I like what EchoGSD wrote.

I think it's the dogs personality and how they are trained.""SOCIALIZED"" I also feel that if you are bringing your dog to public places you better be sure your dog won't bite someone because you are always taking the risk that some kid or person is going to surprise you and get to close. Some dogs need much more work @ trusting strangers therefore you must know your dog and work very hard @ socializing them under the right conditions before you take them places that you can't control the situation.


----------



## veeds35 (Mar 15, 2010)

Our female Bella I usually wont let people pet her, she seems to be uncomfortable with strangers in her space, she has never done anything, but I still dont want to risk it with her once she gets to know people like my daughters friends who are always stopping by she is okay with them but she does not like strange people she never seen comming up to her now Legend our male is the total opposite he loves anyone and everyone and I have no problem letting people love on him I dont know if its because hes still a puppy only 6 mo old or if its just their different personalitys. But Bella is a family only dog and Legend is fine with everyone.


----------



## jakeandrenee (Apr 30, 2010)

I am going through this right now with Jake, I take him every where I can to get used to noises, floors, children etc....

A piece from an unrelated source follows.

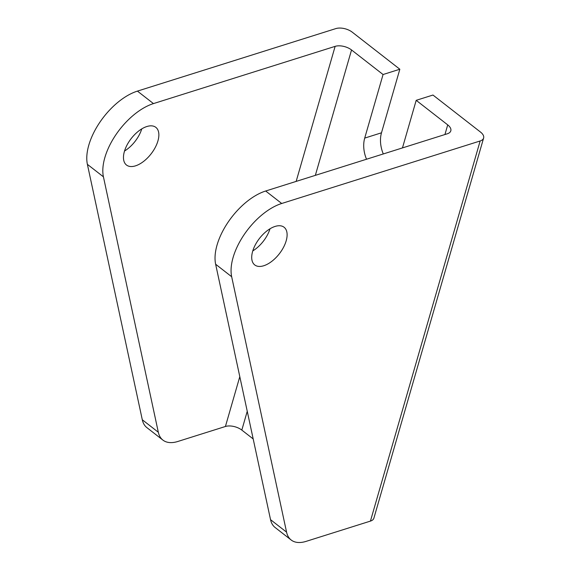 <?xml version="1.0" encoding="UTF-8"?>
<svg xmlns="http://www.w3.org/2000/svg" width="571" height="571" viewBox="0 0 571 571"><rect width="100%" height="100%" fill="white"/><g stroke="black" fill="none" stroke-linecap="round" stroke-linejoin="round"><path stroke-width="0.86" d="M124.535 151.015A23.882 12.548 127.9 0 0 141.765 128.889M135.491 165.854A23.882 12.548 127.9 0 0 155.241 147.475A23.882 12.548 127.9 0 0 155.84 127.354A23.882 12.548 127.9 0 0 146.84 126.534A23.882 12.548 127.9 0 0 127.09 144.913A23.882 12.548 127.9 0 0 126.491 165.033A23.882 12.548 127.9 0 0 135.491 165.854M270.012 228.785A23.882 12.548 -52.1 0 1 252.782 250.912M263.738 265.751A23.882 12.548 127.9 0 0 283.487 247.371A23.882 12.548 127.9 0 0 284.094 227.251A23.882 12.548 127.9 0 0 275.086 226.43A23.882 12.548 127.9 0 0 255.337 244.809A23.882 12.548 127.9 0 0 254.737 264.937A23.882 12.548 127.9 0 0 263.738 265.751M270.54 519.66A39.806 20.92 127.9 0 0 275.115 527.504L291.146 539.988A39.806 20.92 -52.1 0 1 286.571 532.151L270.54 519.66L215.638 264.237A51.747 27.194 -52.1 0 1 265.679 191.007L447.35 133.771A11.941 6.16 -163.9 0 0 450.812 130.838A11.941 6.16 -163.9 0 0 447.721 124.885L416.195 100.325L432.968 95.043L480.525 132.087A11.941 6.16 16.1 0 1 483.616 138.039A11.941 6.16 16.1 0 1 480.154 140.973L281.71 203.49A51.747 27.194 127.9 0 0 231.669 276.728L286.571 532.151M483.616 138.039L373.891 518.168A11.941 6.16 -163.9 0 1 370.436 521.102L306.149 541.358A39.806 20.92 -52.1 0 1 291.146 539.988M383.298 153.949A24.681 16.702 72.5 0 1 381.485 132.807L399.836 69.234L352.278 32.19A11.941 6.16 16.1 0 0 335.876 28.586L137.433 91.11A51.747 27.194 127.9 0 0 87.384 164.341L142.293 419.764A39.806 20.92 -52.1 0 0 146.868 427.608L162.899 440.091A39.806 20.92 -52.1 0 1 158.324 432.254L142.293 419.764M247.243 411.284L241.819 430.091A11.941 6.16 16.1 0 0 225.417 426.487L177.902 441.454A39.806 20.92 -52.1 0 1 162.899 440.091M241.819 430.091L253.196 438.949M296.156 181.4L335.134 46.358L153.463 103.594A51.747 27.194 127.9 0 0 103.422 176.824L158.324 432.254M335.134 46.358A11.941 6.16 -163.9 0 1 351.536 49.962L315.342 175.361M366.532 159.23A24.681 16.702 72.5 0 1 364.712 138.096L383.062 74.523L351.536 49.962M383.062 74.523L399.836 69.234M416.195 100.325L402.462 147.91M231.669 276.728L215.638 264.237M281.71 203.49L265.679 191.007M370.436 521.102L480.154 140.973M153.463 103.594L137.433 91.11M103.422 176.824L87.384 164.341M364.712 138.096L381.485 132.807M225.417 426.487L239.799 376.653M444.937 134.528L447.721 124.885"/></g></svg>

My biggest challenge is when people want to pet him and get him over excited and he begins to jump up and lose control. I am trying to make him sit nicely and accept a little pat or rub under the chin. The problem is finding the people to listen to what you are asking. Just today I had a woman bending over and beginning to make kissy noises heading our way. I told the woman as she approached that she met pet Jake AFTER I have him sit and be ready to receive a pat. She either didn't listen or didn't care and proceeded to pet him while he is now pulling, jumping etc. I put myself between Jake and the woman and repeated myself. Told Jake to sit, I then explained to the woman that he is a puppy and I am here WORKING with him...and if she would like to help great, but if not please MOVE on. She acted as though I was abusing my poor little Jake...LOL People don't get it, I find I ask employees of Petsmart to help with allowing people to approach me and pet him.


----------



## JakodaCD OA (May 14, 2000)

I tell people she is "working".. The majority of people ask first , and I always thank them for asking because I do appreciate it, and then say "no , she's working"...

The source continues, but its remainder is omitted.